Les autorités, comme le peuple algérien ont toutefois vite déchanté après l’accession de l’actuel président français au palais de l’Élysée. Ce dernier avait en effet adopté une position de « ni déni, ni repentance » face aux revendications des pays anciennement colonisés par la France.

France-Algérie : vers une nouvelle crise entre les deux pays

Une nouvelle crise se profile déjà entre l’Algérie et la France. En cause, les récentes déclarations du président français Emmanuel Macron visant les dirigeants algériens au sujet de la récente décision de son pays de réduire fortement le nombre de visas pour les citoyens de ce pays d’Afrique du Nord. « Il n’y aura pas d’impact sur ce qu’on évoque. On va s’attacher à ce que les étudiants et le monde économique puissent le garder (le visa pour la France, ndlr). On va plutôt ennuyer les gens qui sont dans le milieu dirigeant, qui avaient l’habitude de demander des visas facilement », avait déclaré le premier responsable français.

Outre la question des visas, le président français a également critiqué ce qu’il qualifie d’« histoire officielle, totalement réécrite » du côté algérien, et qui s’appuie sur « un discours qui repose sur une haine de la France ». « Rente mémorielle », « système politico-militaire » ou encore « désinformation », tels sont les termes employés par le dirigeant français, et qui ne risquent pas d’être du goût de la classe dirigeante en Algérie.

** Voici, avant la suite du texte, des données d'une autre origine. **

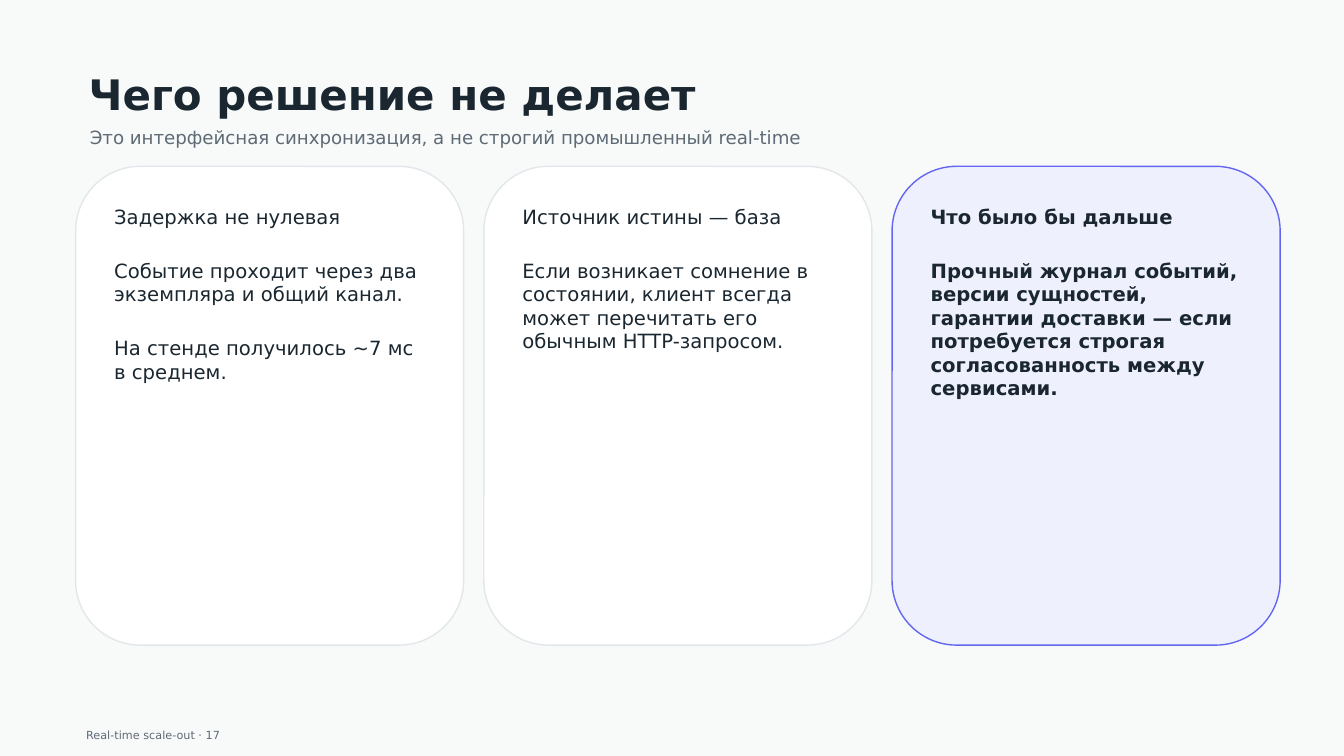
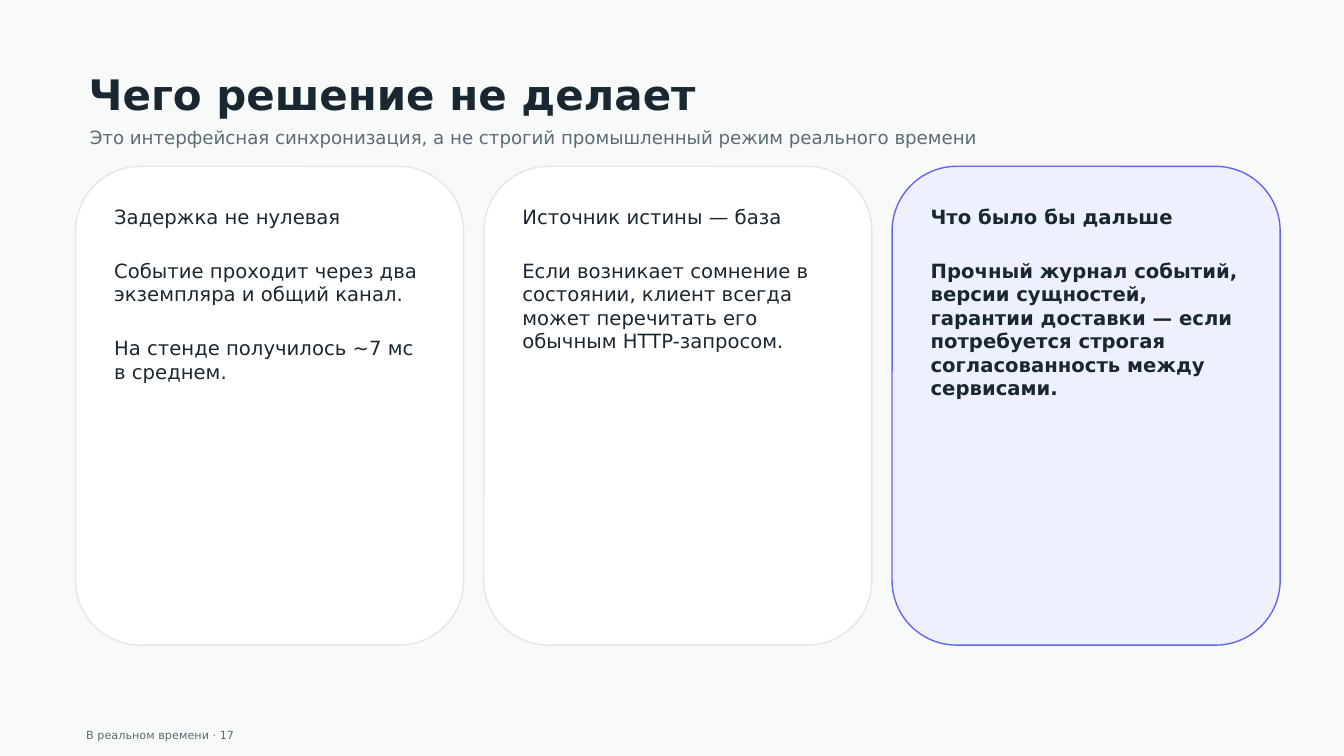
Before and after one commit to gently-whitesnow/final-qualifying-work, a slide deck: slide 17 of build/pptx/vkr-defense-draft.pptx. Drawn at 1344x756 pixels with LibreOffice and Linux fonts; fonts in the diff are those of the drawing. Boxes give left, top, right and bottom in pixels: in the first picture for what was removed or moved away, otherwise in the second. Text is boxed around its words. In the diff, an @@ line names an element or a change of style, - is before the commit and + after.

```diff
--- a/build/pptx/vkr-defense-draft.pptx
+++ b/build/pptx/vkr-defense-draft.pptx
@@ rounded rectangle "Это интерфейсная синхронизация, а не ...": place and size @@
-rounded rectangle "Это интерфейсная синхронизация, а не ..." at (90, 130, 801, 148)
+rounded rectangle "Это интерфейсная синхронизация, а не ..." at (69, 109, 1157, 144)
@@ text in rounded rectangle at (90, 130, 977, 148): text changed @@
-Это интерфейсная синхронизация, а не строгий промышленный real-time
+Это интерфейсная синхронизация, а не строгий промышленный режим реального времени
@@ text at (86, 731, 234, 741): text changed @@
-Real-time scale-out · 17
+В реальном времени · 17
```
Also in this commit, not shown: 14 other slides changed, 3 slides added, 3 slides removed, 9 other files.
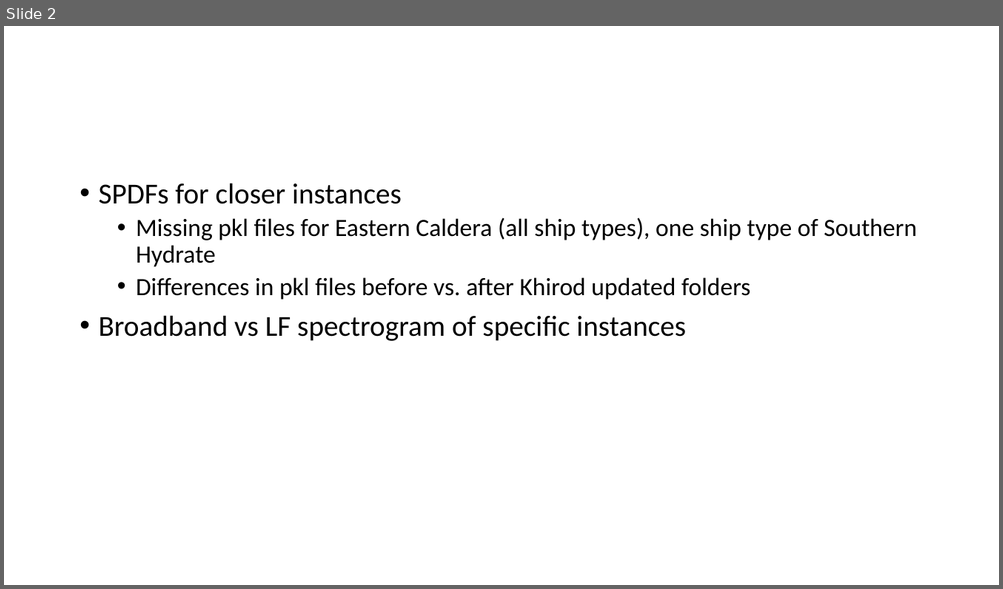
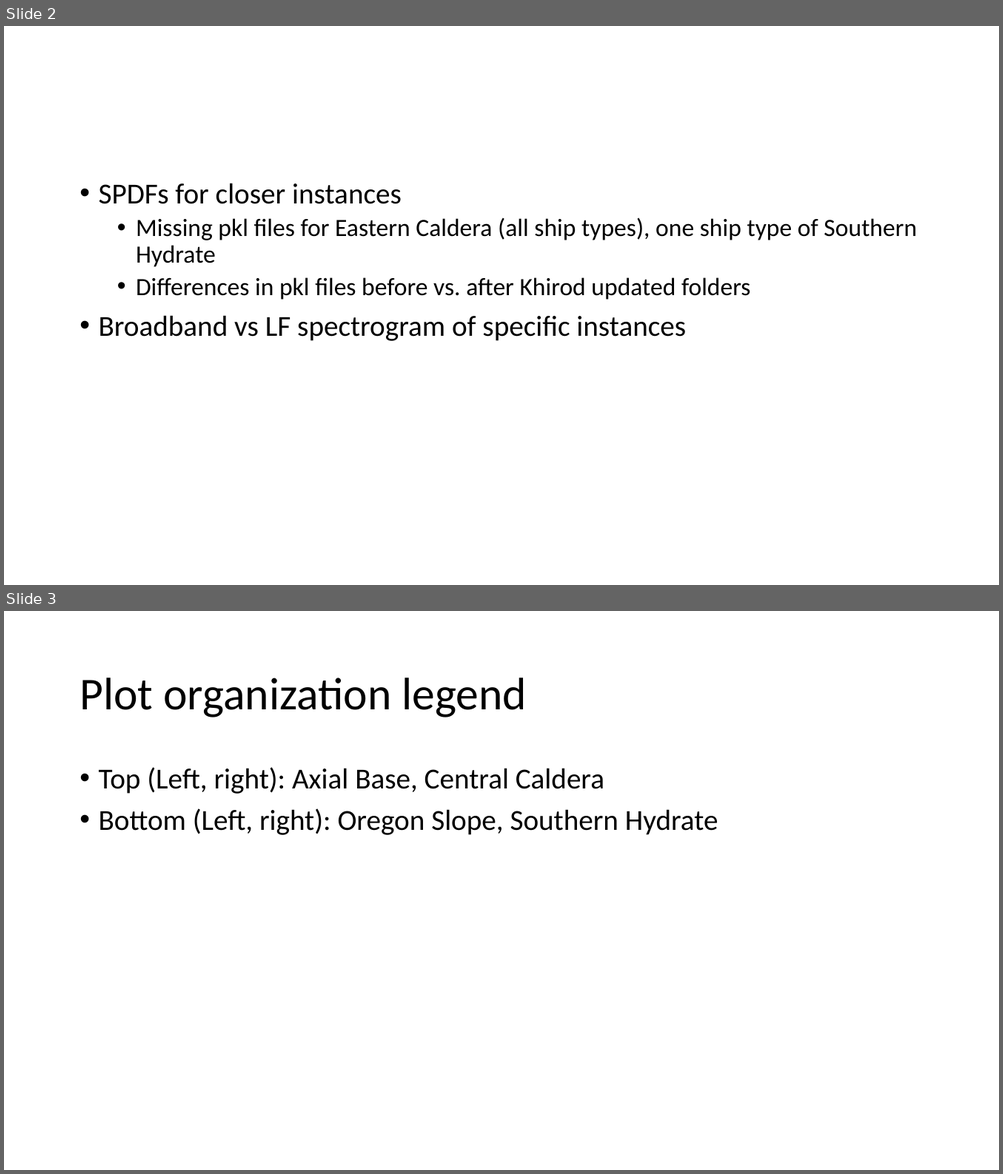
Before and after one commit to ainsleylaiuw/OcDa-Files, a slide deck: apr25.pptx. Shown one above the other, each under a label of ours: slide 2 before the commit, slides 2 and 3 after it. The pictures are 1003x589 and 1003x1174 pixels, drawn with LibreOffice and Linux fonts; fonts in the diff are those of the drawing. Boxes give left, top, right and bottom in pixels: in the first picture for what was removed or moved away, otherwise in the second. Text is boxed around its words. In the diff, an @@ line names an element or a change of style, - is before the commit and + after.

```diff
--- a/apr25.pptx
+++ b/apr25.pptx
@@ slide 3 added at (4,611,999,1170), background #FFFFFF @@
@@ title added at (79,678,527,718), 44 pt, text #000000 @@
+Plot organization legend
@@ text added at (99,767,718,835), 28 pt, text #000000 @@
+• Top (Left, right): Axial Base, Central Caldera
+• Bottom (Left, right): Oregon Slope, Southern Hydrate
```
Also in this commit, not shown: 9 other slides added, 5 slides removed, 36 other files.
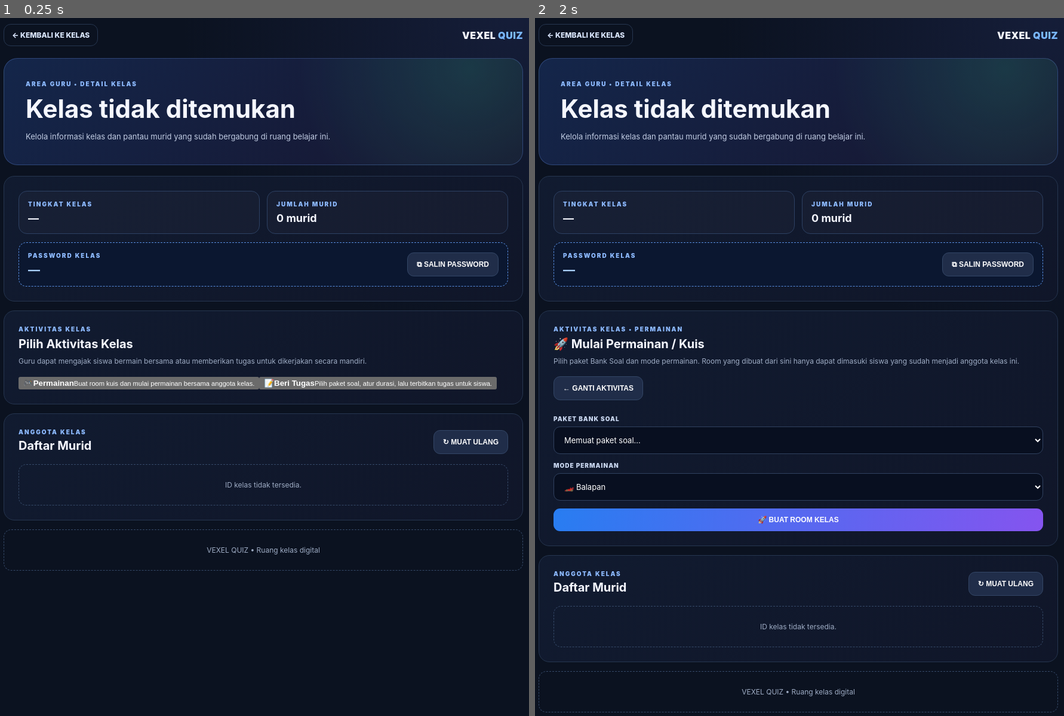
Above: before the commit, frames 1-2 (left to right).
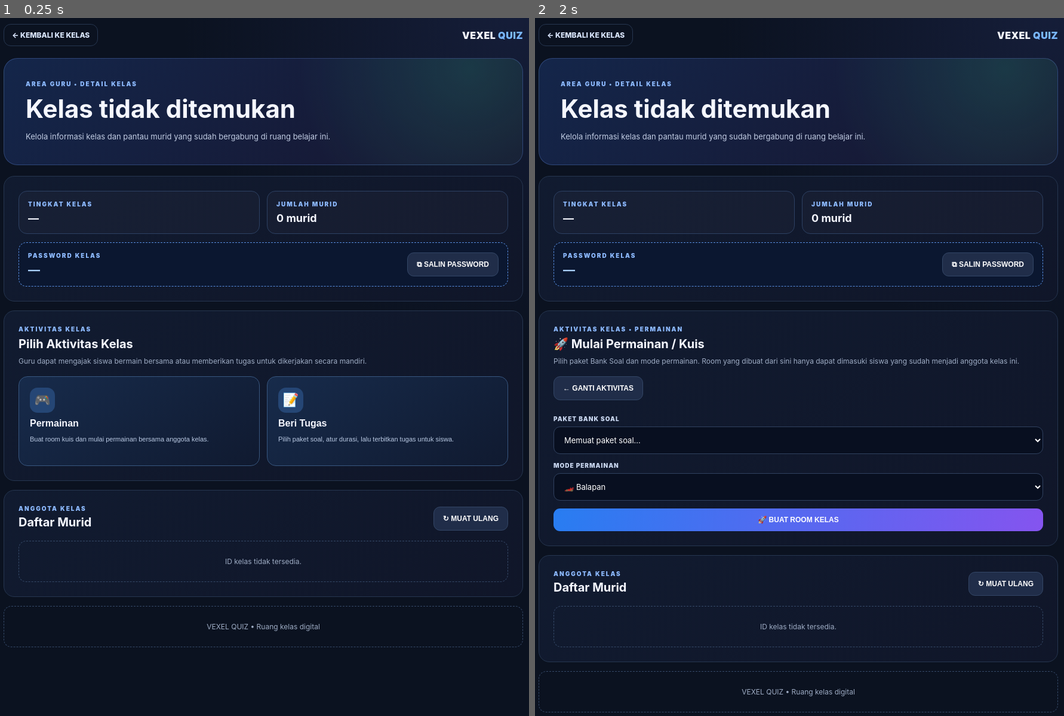
Above: after the commit, the same moments.

Repository: vexelkang-cell/gamepai
Game: browser game, page guru/kelas/detail/index.html
The game is run twice, just before and just after one commit, with the same random seed, the same clock (stepped at 60 frames per second) and the same inputs.
Inputs:
- Up to frame 1 (0.25 s): no input
- Up to frame 2 (2 s): click "🎮PermainanBuat room kuis dan …" (after the commit: "🎮 Permainan Buat room kuis da…") at 0.27 s; click "← GANTI AKTIVITAS" at 1.27 s; click "🎮PermainanBuat room kuis dan …" (after the commit: "🎮 Permainan Buat room kuis da…") at 1.77 s; click "⧉ SALIN PASSWORD" at 1.87 s

The runs differ from the first frame. In frame 1, 5.5% of the frame differs, in the area x 0-99%, y 51-91%; in frame 2, nothing differs.

Commit message:
Style classroom activity selection cards

Diff:
--- a/guru/kelas/detail/index.html
+++ b/guru/kelas/detail/index.html
@@ -8,7 +8,7 @@
 .card{padding:clamp(17px,4vw,24px);border:1px solid var(--line);border-radius:18px;background:linear-gradient(145deg,#1 …(558 unchanged characters)…
 .btn{border:0;border-radius:11px;padding:12px 15px;color:#fff;font-weight:900;font-size:12px;background:linear-gradient …(2258 unchanged characters)…
 @media(max-width:520px){.summary{grid-template-columns:1fr}.password-row{align-items:flex-start;flex-direction:column}.password-row .btn{width:100%}.top .brand{display:none}}
-</style></head><body><main class="wrap">
+.activity-options{display:grid;grid-template-columns:1fr 1fr;gap:12px}.activity-option{display:flex;flex-direction:column;align-items:flex-start;gap:9px;min-height:150px;padding:18px;border:1px solid #385780;border-radius:15px;background:linear-gradient(145deg,#172b4b,#101a30);color:#f5f7ff;text-align:left;cursor:pointer;transition:.18s}.activity-option:hover{border-color:#75b6ff;transform:translateY(-1px)}.activity-option strong{font-size:16px}.activity-option small{color:#b9c9e3;font-size:11px;line-height:1.6}.activity-icon{display:grid;place-items:center;width:42px;height:42px;border-radius:13px;background:#254675;font-size:22px}@media(max-width:520px){.activity-options{grid-template-columns:1fr}.activity-option{min-height:unset}}</style></head><body><main class="wrap">
 <header class="top"><a class="back" href="/guru/kelas/">← KEMBALI KE KELAS</a><div class="brand">VEXEL <span>QUIZ</span></div></header>
 <section class="hero"><div class="eyebrow">AREA GURU • DETAIL KELAS</div><h1 id="className">Memuat kelas...</h1><p>Kelola informasi kelas dan pantau murid yang sudah bergabung di ruang belajar ini.</p></section>
 <section class="card"><div class="summary"><div class="info"><div class="eyebrow">TINGKAT KELAS</div><strong id="classL …(395 unchanged characters)…
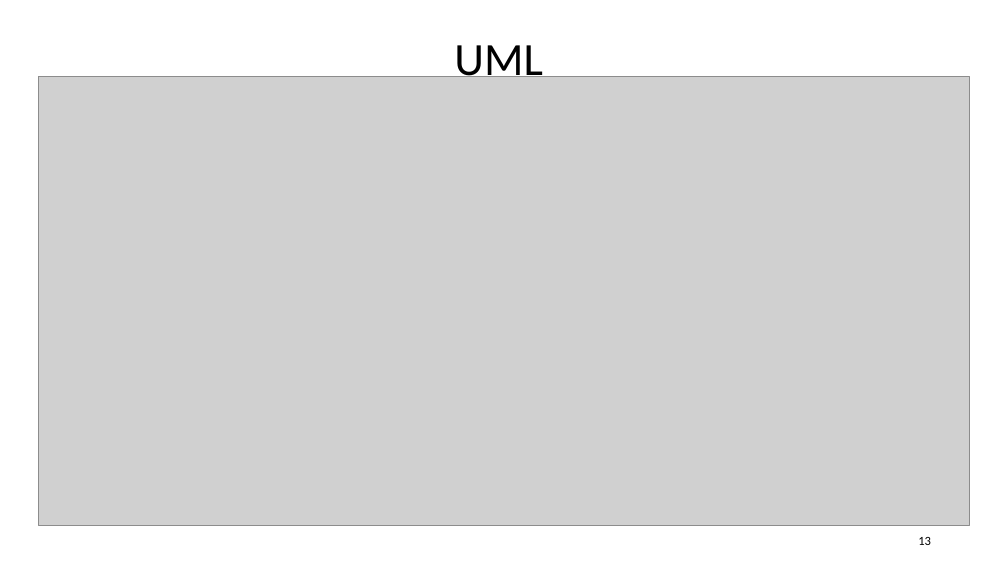
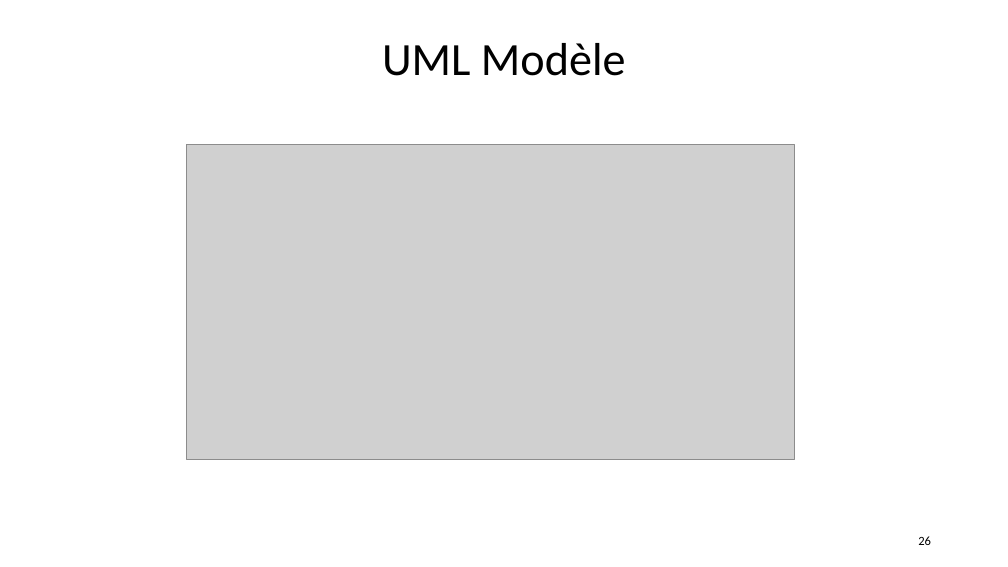
Before and after one commit to andrechico999/https-github.com-emmo78-com.safetynet.alerts, a slide deck: slide 26 of A_Livrables/MOREL_Olivier_4_slides_062022.pptx (slide 13 before the commit). Drawn at 1008x567 pixels with LibreOffice and Linux fonts; fonts in the diff are those of the drawing; grey boxes stand for pictures. Boxes give left, top, right and bottom in pixels: in the first picture for what was removed or moved away, otherwise in the second. Text is boxed around its words. In the diff, an @@ line names an element or a change of style, - is before the commit and + after.

```diff
--- a/A_Livrables/MOREL_Olivier_4_slides_062022.pptx
+++ b/A_Livrables/MOREL_Olivier_4_slides_062022.pptx
@@ title at (382, 43, 626, 76): text changed @@
-UML
+UML Modèle
@@ picture removed at (39, 76, 969, 526) @@
@@ picture added at (187, 144, 795, 459) @@
@@ page number at (918, 536, 931, 545): text changed @@
-13
+26
```
Also in this commit, not shown: 14 other slides changed, 10 slides added, 7 slides removed, 5 other files.

« Se poser, ingénument, des questions sur l’existence de la Nation algérienne pour justifier l’amnésie mémorielle de la France officielle est un égarement impardonnable qui ne restera pas sans conséquences », a d’ailleurs commenté une source officielle citée par le média en ligne TSA. « Cette sortie de route du président Macron, à propos de l’Algérie et de ses institutions, est lamentable et elle pue à plein nez l’opportunisme électoral », estime la même source qui a tenu à garder l’anonymat. Toujours selon la même source, ce sont là des déclarations visant à  « exonérer cette France officielle autiste, qui refuse de voir, en face, son terrible passé colonial, fait de meurtres, de viols et de spoliations, autant d’exactions qui relèvent de crimes contre l’humanité ».

« La rente et le fonds de commerce anti-Algérie prospèrent, d’année en année, signe que c’est plutôt le système français qui est fatigué et qu’il est vain de chercher des justifications fumeuses de l’autre côté de la Méditerranée », conclut ladite source.